Eleven months ago I bought a Lynskey GR300 frameset, or maybe I didn’t. I definitely received a receipt from them indicating that I paid, and two-three months later (sorry, it was a long time ago, hard to remember exactly), they shipped it to me. All good, right? Just another normal transaction with a company. The problem is that, yesterday, eleven months after the fact, their new accountant discovered that there was a problem and I still owe them for the frame.
Instead of sending any transaction details that would help me verify that 1) this wasn’t phishing 2) that the new accountant wasn’t wrong, they sent the email above. If the rep hadn’t also left a voice mail for me, I would have just assumed that Lynskey Performance, like a lot of companies got hacked or it was phishing.
The rep quickly followed up with this, but let’s be honest, there’s nothing in that screenshot that helps me verify either 1 or 2. In fact, anyone with a elementary understanding of Microsoft Paint could have made it, or changed it in a couple minutes. Like this…
The bizarre thing, or actually, the most bizarre thing about this experience (ignoring the fact that it took them eleven months to figure it out) is that they led with nothing but a payment link instead of detail.
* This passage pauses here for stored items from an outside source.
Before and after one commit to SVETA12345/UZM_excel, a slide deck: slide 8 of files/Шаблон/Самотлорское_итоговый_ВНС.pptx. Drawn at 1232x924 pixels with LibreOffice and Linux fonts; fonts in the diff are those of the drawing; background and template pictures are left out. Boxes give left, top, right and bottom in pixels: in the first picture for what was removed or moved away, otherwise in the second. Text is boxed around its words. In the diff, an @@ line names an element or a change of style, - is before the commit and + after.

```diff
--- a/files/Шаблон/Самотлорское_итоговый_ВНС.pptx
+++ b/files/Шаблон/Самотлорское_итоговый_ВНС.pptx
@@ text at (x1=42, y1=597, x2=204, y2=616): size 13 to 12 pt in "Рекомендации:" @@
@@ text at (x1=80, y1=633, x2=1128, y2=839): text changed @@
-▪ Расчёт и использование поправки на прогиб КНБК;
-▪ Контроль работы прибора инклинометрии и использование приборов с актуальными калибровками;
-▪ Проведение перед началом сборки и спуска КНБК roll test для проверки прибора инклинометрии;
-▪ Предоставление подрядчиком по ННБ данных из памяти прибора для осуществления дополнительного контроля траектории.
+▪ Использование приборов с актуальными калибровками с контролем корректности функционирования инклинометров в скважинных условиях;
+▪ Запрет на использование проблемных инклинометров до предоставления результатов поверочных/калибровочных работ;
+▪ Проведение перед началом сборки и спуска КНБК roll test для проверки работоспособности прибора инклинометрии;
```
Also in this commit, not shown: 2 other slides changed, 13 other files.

We don’t live in a world where we can trust random email. We don’t live in a world where screenshots prove anything. Unfortunately, we live in a world where phishing attacks that look exactly like this are so commonplace that almost every employer provides training around how to recognize and ignore these kinds of emails. So even if I weren’t an IT professional with 20+ year of experience building web based apps, I would know better than blindly click “pay”. Also, no business is immune from hacking, it could have easily been exactly that with a little bit of why not screw Lynskey’s customers thrown in. To lead with the email above displays a level of naivete around all of these points that blows my mind. I have to wonder what the success rate is for that approach (assuming I’m not the only on impacted by new accountants findings); I sure hope it’s 0%.
Just to be 100% clear, I’m not trying to get out of paying Lynskey Performance for the titanium bicycle frame set if I owe them for it. Without a partial card number it’s going to be very difficult for me to verify anything on my end. I don’t have a PayPal account associated with email@example.com, so there’s no way for me to check with them. Eleven months is a long time ago, I have no idea which card I used, and despite it being a poor practice I don’t look over the statements that carefully. I have quite few credit cards (points FTW); some personal, some shared with my wife. Complicating the situation is that we also had a generous gift card which held the rebate from our solar installation around this time. Hopefully, we can run down the transaction details and I can verify what they are saying either way.
Even if they are 100% right here, it’s a strange way to run a company.